Piękno pod wiatr

Piękno pod wiatr

(Zwrotka 1)
Szare mury internatu, chłodny rygor, obcy świat,
Tam Dorota dorastała, tam rzucił ją losu wiatr.
Kazali zdrapywać lakier, gasić w oczach każdy blask,
A ona w za małych butach, byle ładną być choć raz.
Dziś te buty bolą w stopach, ale dusza dumna jest,
Przetrwała bicie brata, matki rozkaz, każdy test.
Szukała tylko miłości, ojca, którego nie było,
W ramionach, gdzie zamiast ciepła – tylko picie się tliło.
(Refren)
Mamo Doroto, dziś Twoje oczy są jasne i czyste,
Przeszłaś przez ogień, by znaleźć życie oczywiste.
Dziękuję za siłę, za dom, który nam dałaś,
Za to, że z tyranii odejść w końcu odważyłaś!
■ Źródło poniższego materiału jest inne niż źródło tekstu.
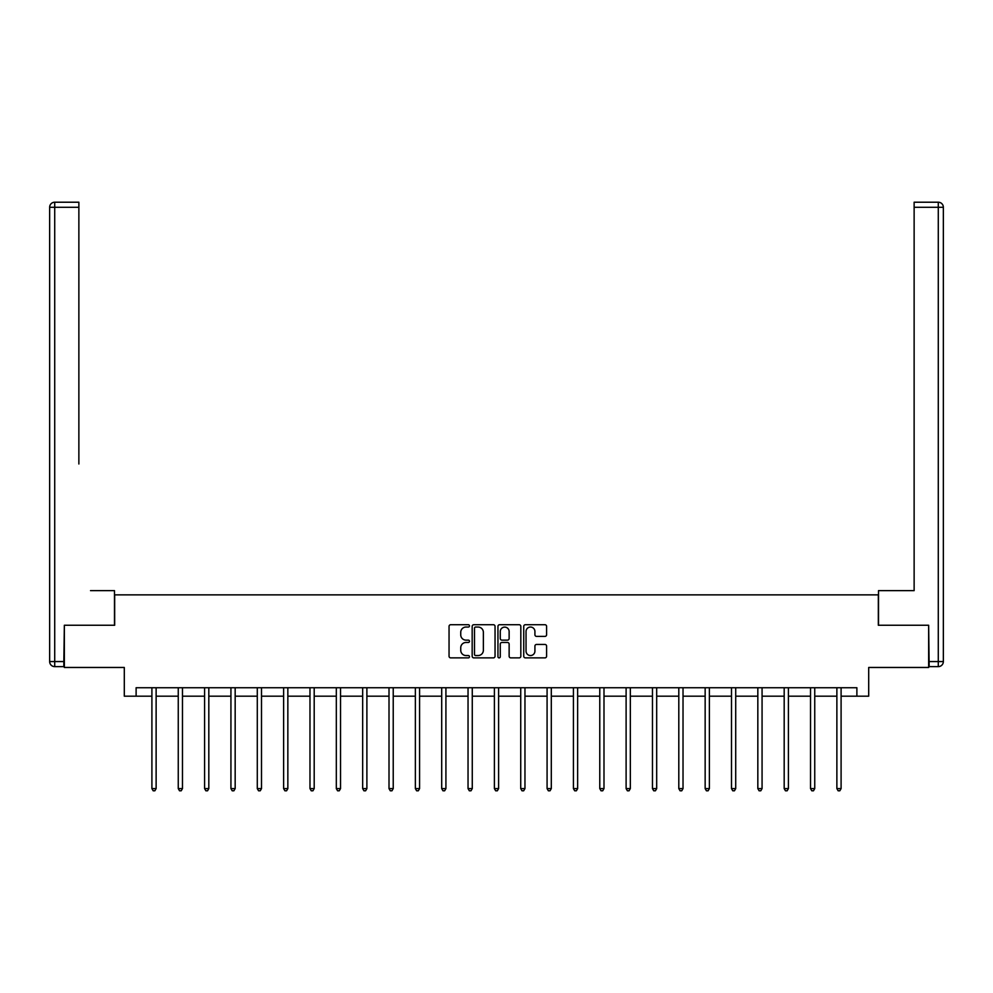 <?xml version="1.0" encoding="UTF-8"?>
<svg xmlns="http://www.w3.org/2000/svg" width="993" height="993" viewBox="0 0 993 993"><rect width="100%" height="100%" fill="white"/><g stroke="black" fill="none" stroke-linecap="round" stroke-linejoin="round"><path stroke-width="1.49" d="M469.478 625.875A1.154 1.154 0 0 0 468.324 624.721L450.71 624.721A1.663 1.663 0 0 0 449.047 626.372L449.047 656.212A1.663 1.663 0 0 0 450.71 657.875L468.324 657.875A1.154 1.154 0 0 0 469.478 656.708A1.154 1.154 0 0 0 468.324 655.554L466.04 655.554A5.3 5.3 0 0 1 460.74 650.241L460.74 647.759A5.3 5.3 0 0 1 466.04 642.459L468.324 642.459A1.154 1.154 0 0 0 469.478 641.292A1.154 1.154 0 0 0 468.324 640.137L466.04 640.137A5.3 5.3 0 0 1 460.74 634.825L460.74 632.342A5.3 5.3 0 0 1 466.04 627.042L468.324 627.042A1.154 1.154 0 0 0 469.478 625.875M544.946 636.401A1.663 1.663 0 0 0 546.597 634.75L546.597 626.372A1.663 1.663 0 0 0 544.946 624.721L525.384 624.721A1.663 1.663 0 0 0 523.733 626.372L523.733 656.212A1.663 1.663 0 0 0 525.384 657.875L544.946 657.875A1.663 1.663 0 0 0 546.597 656.212L546.597 646.108A1.663 1.663 0 0 0 544.946 644.445L536.568 644.445A1.663 1.663 0 0 0 534.917 646.108L534.917 651.123A4.431 4.431 0 0 1 530.485 655.554A4.431 4.431 0 0 1 526.042 651.123L526.042 631.474A4.431 4.431 0 0 1 530.485 627.042A4.431 4.431 0 0 1 534.917 631.474L534.917 634.75A1.663 1.663 0 0 0 536.568 636.401L544.946 636.401M136.115 696.18L136.115 687.739L856.885 687.739L856.885 696.18L868.701 696.18L868.701 667.47L928.654 667.47L928.654 625.255L878.333 625.255L878.333 594.857L114.667 594.857L114.667 625.255L64.346 625.255L64.346 667.47L124.299 667.47L124.299 696.18L151.904 696.18M495.048 626.372A1.663 1.663 0 0 0 493.397 624.721L473.835 624.721A1.663 1.663 0 0 0 472.171 626.372L472.171 656.212A1.663 1.663 0 0 0 473.835 657.875L493.397 657.875A1.663 1.663 0 0 0 495.048 656.212L495.048 626.372M499.603 624.721L519.165 624.721A1.663 1.663 0 0 1 520.828 626.372L520.828 656.212A1.663 1.663 0 0 1 519.165 657.875L510.799 657.875A1.663 1.663 0 0 1 509.136 656.212L509.136 644.109A1.663 1.663 0 0 0 507.485 642.459L501.924 642.459A1.663 1.663 0 0 0 500.273 644.109L500.273 656.708A1.154 1.154 0 0 1 499.107 657.875A1.154 1.154 0 0 1 497.952 656.708L497.952 626.372A1.663 1.663 0 0 1 499.603 624.721M156.124 696.18L178.256 696.18M182.476 696.18L204.595 696.18M208.815 696.18L230.935 696.18M235.167 696.18L257.286 696.18M261.507 696.18L283.626 696.18M287.846 696.18L309.977 696.18M314.198 696.18L336.317 696.18M340.537 696.18L362.668 696.18M366.889 696.18L389.008 696.18M393.228 696.18L415.359 696.18M419.58 696.18L441.699 696.18M445.919 696.18L468.038 696.18M472.271 696.18L494.39 696.18M498.61 696.18L520.729 696.18M524.962 696.18L547.081 696.18M551.301 696.18L573.42 696.18M577.641 696.18L599.772 696.18M603.992 696.18L626.111 696.18M630.332 696.18L652.463 696.18M656.683 696.18L678.802 696.18M683.023 696.18L705.154 696.18M709.374 696.18L731.493 696.18M735.714 696.18L757.833 696.18M762.065 696.18L784.185 696.18M788.405 696.18L810.524 696.18M814.744 696.18L836.876 696.18M841.096 696.18L856.885 696.18M475.659 627.042A1.154 1.154 0 0 0 474.493 628.197L474.493 654.387A1.154 1.154 0 0 0 475.659 655.554L478.055 655.554A5.3 5.3 0 0 0 483.368 650.241L483.368 632.342A5.3 5.3 0 0 0 478.055 627.042L475.659 627.042M509.136 631.56A4.431 4.431 0 0 0 504.705 627.117A4.431 4.431 0 0 0 500.273 631.56L500.273 638.474A1.663 1.663 0 0 0 501.924 640.137L507.485 640.137A1.663 1.663 0 0 0 509.136 638.474L509.136 631.56M156.348 687.739L156.249 687.988A1.688 1.688 0 0 0 156.124 688.621L156.124 788.591L151.904 788.591L151.904 688.621A1.688 1.688 0 0 0 151.78 687.988L151.681 687.739M156.124 788.591L154.858 790.788L153.17 790.788L151.904 788.591M114.493 625.255L114.493 590.636L90.524 590.636M78.869 207.276L54.714 207.276L54.714 202.212L78.869 202.212L78.869 463.979M54.714 666.626L54.714 661.561L49.65 661.561A5.064 5.064 0 0 0 54.714 666.626L63.837 666.626L54.714 666.626A5.064 5.064 0 0 1 49.65 661.561L49.65 207.276A5.064 5.064 0 0 1 54.714 202.212A5.064 5.064 0 0 0 49.65 207.276L54.714 207.276L54.714 661.561L63.837 661.561L64.346 625.255M63.837 661.561L63.837 666.626M902.476 590.636L914.131 590.636L914.131 202.212L938.286 202.212L914.131 202.212M878.507 625.255L878.507 590.636L914.131 590.636L914.131 463.979M938.286 666.626L929.163 666.626L938.286 666.626A5.064 5.064 0 0 0 943.35 661.561L943.35 207.276L943.35 661.561A5.064 5.064 0 0 1 938.286 666.626L938.286 207.276L914.131 207.276M929.163 666.626L928.654 625.255M943.35 207.276A5.064 5.064 0 0 0 938.286 202.212L938.286 207.276L943.35 207.276A5.064 5.064 0 0 0 938.286 202.212M182.7 687.739L182.6 687.988A1.688 1.688 0 0 0 182.476 688.621L182.476 788.591L178.256 788.591L178.256 688.621A1.688 1.688 0 0 0 178.132 687.988L178.032 687.739M182.476 788.591L181.21 790.788L179.522 790.788L178.256 788.591M209.039 687.739L208.94 687.988A1.688 1.688 0 0 0 208.815 688.621L208.815 788.591L204.595 788.591L204.595 688.621A1.688 1.688 0 0 0 204.471 687.988L204.372 687.739M208.815 788.591L207.549 790.788L205.861 790.788L204.595 788.591M235.378 687.739L235.279 687.988A1.688 1.688 0 0 0 235.167 688.621L235.167 788.591L230.935 788.591L230.935 688.621A1.688 1.688 0 0 0 230.823 687.988L230.724 687.739M235.167 788.591L233.901 790.788L232.201 790.788L230.935 788.591M261.73 687.739L261.631 687.988A1.688 1.688 0 0 0 261.507 688.621L261.507 788.591L257.286 788.591L257.286 688.621A1.688 1.688 0 0 0 257.162 687.988L257.063 687.739M261.507 788.591L260.24 790.788L258.552 790.788L257.286 788.591M288.069 687.739L287.97 687.988A1.688 1.688 0 0 0 287.846 688.621L287.846 788.591L283.626 788.591L283.626 688.621A1.688 1.688 0 0 0 283.514 687.988L283.402 687.739M287.846 788.591L286.58 790.788L284.892 790.788L283.626 788.591M314.421 687.739L314.322 687.988A1.688 1.688 0 0 0 314.198 688.621L314.198 788.591L309.977 788.591L309.977 688.621A1.688 1.688 0 0 0 309.853 687.988L309.754 687.739M314.198 788.591L312.932 790.788L311.243 790.788L309.977 788.591M340.76 687.739L340.661 687.988A1.688 1.688 0 0 0 340.537 688.621L340.537 788.591L336.317 788.591L336.317 688.621A1.688 1.688 0 0 0 336.193 687.988L336.093 687.739M340.537 788.591L339.271 790.788L337.583 790.788L336.317 788.591M367.112 687.739L367.013 687.988A1.688 1.688 0 0 0 366.889 688.621L366.889 788.591L362.668 788.591L362.668 688.621A1.688 1.688 0 0 0 362.544 687.988L362.445 687.739M366.889 788.591L365.623 790.788L363.934 790.788L362.668 788.591M393.451 687.739L393.352 687.988A1.688 1.688 0 0 0 393.228 688.621L393.228 788.591L389.008 788.591L389.008 688.621A1.688 1.688 0 0 0 388.884 687.988L388.784 687.739M393.228 788.591L391.962 790.788L390.274 790.788L389.008 788.591M419.803 687.739L419.704 687.988A1.688 1.688 0 0 0 419.58 688.621L419.58 788.591L415.359 788.591L415.359 688.621A1.688 1.688 0 0 0 415.235 687.988L415.136 687.739M419.58 788.591L418.314 790.788L416.626 790.788L415.359 788.591M446.142 687.739L446.043 687.988A1.688 1.688 0 0 0 445.919 688.621L445.919 788.591L441.699 788.591L441.699 688.621A1.688 1.688 0 0 0 441.575 687.988L441.475 687.739M445.919 788.591L444.653 790.788L442.965 790.788L441.699 788.591M472.482 687.739L472.383 687.988A1.688 1.688 0 0 0 472.271 688.621L472.271 788.591L468.038 788.591L468.038 688.621A1.688 1.688 0 0 0 467.926 687.988L467.827 687.739M472.271 788.591L471.005 790.788L469.317 790.788L468.038 788.591M498.834 687.739L498.734 687.988A1.688 1.688 0 0 0 498.61 688.621L498.61 788.591L494.39 788.591L494.39 688.621A1.688 1.688 0 0 0 494.266 687.988L494.166 687.739M498.61 788.591L497.344 790.788L495.656 790.788L494.39 788.591M525.173 687.739L525.074 687.988A1.688 1.688 0 0 0 524.962 688.621L524.962 788.591L520.729 788.591L520.729 688.621A1.688 1.688 0 0 0 520.617 687.988L520.518 687.739M524.962 788.591L523.683 790.788L521.995 790.788L520.729 788.591M551.525 687.739L551.425 687.988A1.688 1.688 0 0 0 551.301 688.621L551.301 788.591L547.081 788.591L547.081 688.621A1.688 1.688 0 0 0 546.957 687.988L546.858 687.739M551.301 788.591L550.035 790.788L548.347 790.788L547.081 788.591M577.864 687.739L577.765 687.988A1.688 1.688 0 0 0 577.641 688.621L577.641 788.591L573.42 788.591L573.42 688.621A1.688 1.688 0 0 0 573.296 687.988L573.197 687.739M577.641 788.591L576.374 790.788L574.686 790.788L573.42 788.591M604.216 687.739L604.116 687.988A1.688 1.688 0 0 0 603.992 688.621L603.992 788.591L599.772 788.591L599.772 688.621A1.688 1.688 0 0 0 599.648 687.988L599.549 687.739M603.992 788.591L602.726 790.788L601.038 790.788L599.772 788.591M630.555 687.739L630.456 687.988A1.688 1.688 0 0 0 630.332 688.621L630.332 788.591L626.111 788.591L626.111 688.621A1.688 1.688 0 0 0 625.987 687.988L625.888 687.739M630.332 788.591L629.066 790.788L627.377 790.788L626.111 788.591M656.907 687.739L656.807 687.988A1.688 1.688 0 0 0 656.683 688.621L656.683 788.591L652.463 788.591L652.463 688.621A1.688 1.688 0 0 0 652.339 687.988L652.24 687.739M656.683 788.591L655.417 790.788L653.729 790.788L652.463 788.591M683.246 687.739L683.147 687.988A1.688 1.688 0 0 0 683.023 688.621L683.023 788.591L678.802 788.591L678.802 688.621A1.688 1.688 0 0 0 678.678 687.988L678.579 687.739M683.023 788.591L681.757 790.788L680.068 790.788L678.802 788.591M709.598 687.739L709.486 687.988A1.688 1.688 0 0 0 709.374 688.621L709.374 788.591L705.154 788.591L705.154 688.621A1.688 1.688 0 0 0 705.03 687.988L704.931 687.739M709.374 788.591L708.108 790.788L706.42 790.788L705.154 788.591M735.937 687.739L735.838 687.988A1.688 1.688 0 0 0 735.714 688.621L735.714 788.591L731.493 788.591L731.493 688.621A1.688 1.688 0 0 0 731.369 687.988L731.27 687.739M735.714 788.591L734.448 790.788L732.76 790.788L731.493 788.591M762.276 687.739L762.177 687.988A1.688 1.688 0 0 0 762.065 688.621L762.065 788.591L757.833 788.591L757.833 688.621A1.688 1.688 0 0 0 757.721 687.988L757.622 687.739M762.065 788.591L760.799 790.788L759.099 790.788L757.833 788.591M788.628 687.739L788.529 687.988A1.688 1.688 0 0 0 788.405 688.621L788.405 788.591L784.185 788.591L784.185 688.621A1.688 1.688 0 0 0 784.06 687.988L783.961 687.739M788.405 788.591L787.139 790.788L785.451 790.788L784.185 788.591M814.968 687.739L814.868 687.988A1.688 1.688 0 0 0 814.744 688.621L814.744 788.591L810.524 788.591L810.524 688.621A1.688 1.688 0 0 0 810.4 687.988L810.3 687.739M814.744 788.591L813.478 790.788L811.79 790.788L810.524 788.591M841.319 687.739L841.22 687.988A1.688 1.688 0 0 0 841.096 688.621L841.096 788.591L836.876 788.591L836.876 688.621A1.688 1.688 0 0 0 836.751 687.988L836.652 687.739M841.096 788.591L839.83 790.788L838.142 790.788L836.876 788.591M929.163 661.561L943.35 661.561"/></g></svg>

Jesteś piękna, Mamo, bardziej niż kiedykolwiek,
Warta każdego szczęścia, jakie poznać może człowiek.
(Zwrotka 2)
Dziewięć lat miałam, komunia – to był ten przełomowy czas,
Powiedziałaś: „odchodzę”, ratując siebie i nas.
Tyran został w tyle, w kieliszku utopił swój lęk,
A Ty spotkałaś Daniela – w Twoim życiu nowy dźwięk.
Dwadzieścia dwa lata razem, wzloty, upadki i strach,
Ale przetrwaliście wszystko, budując wspólny dach.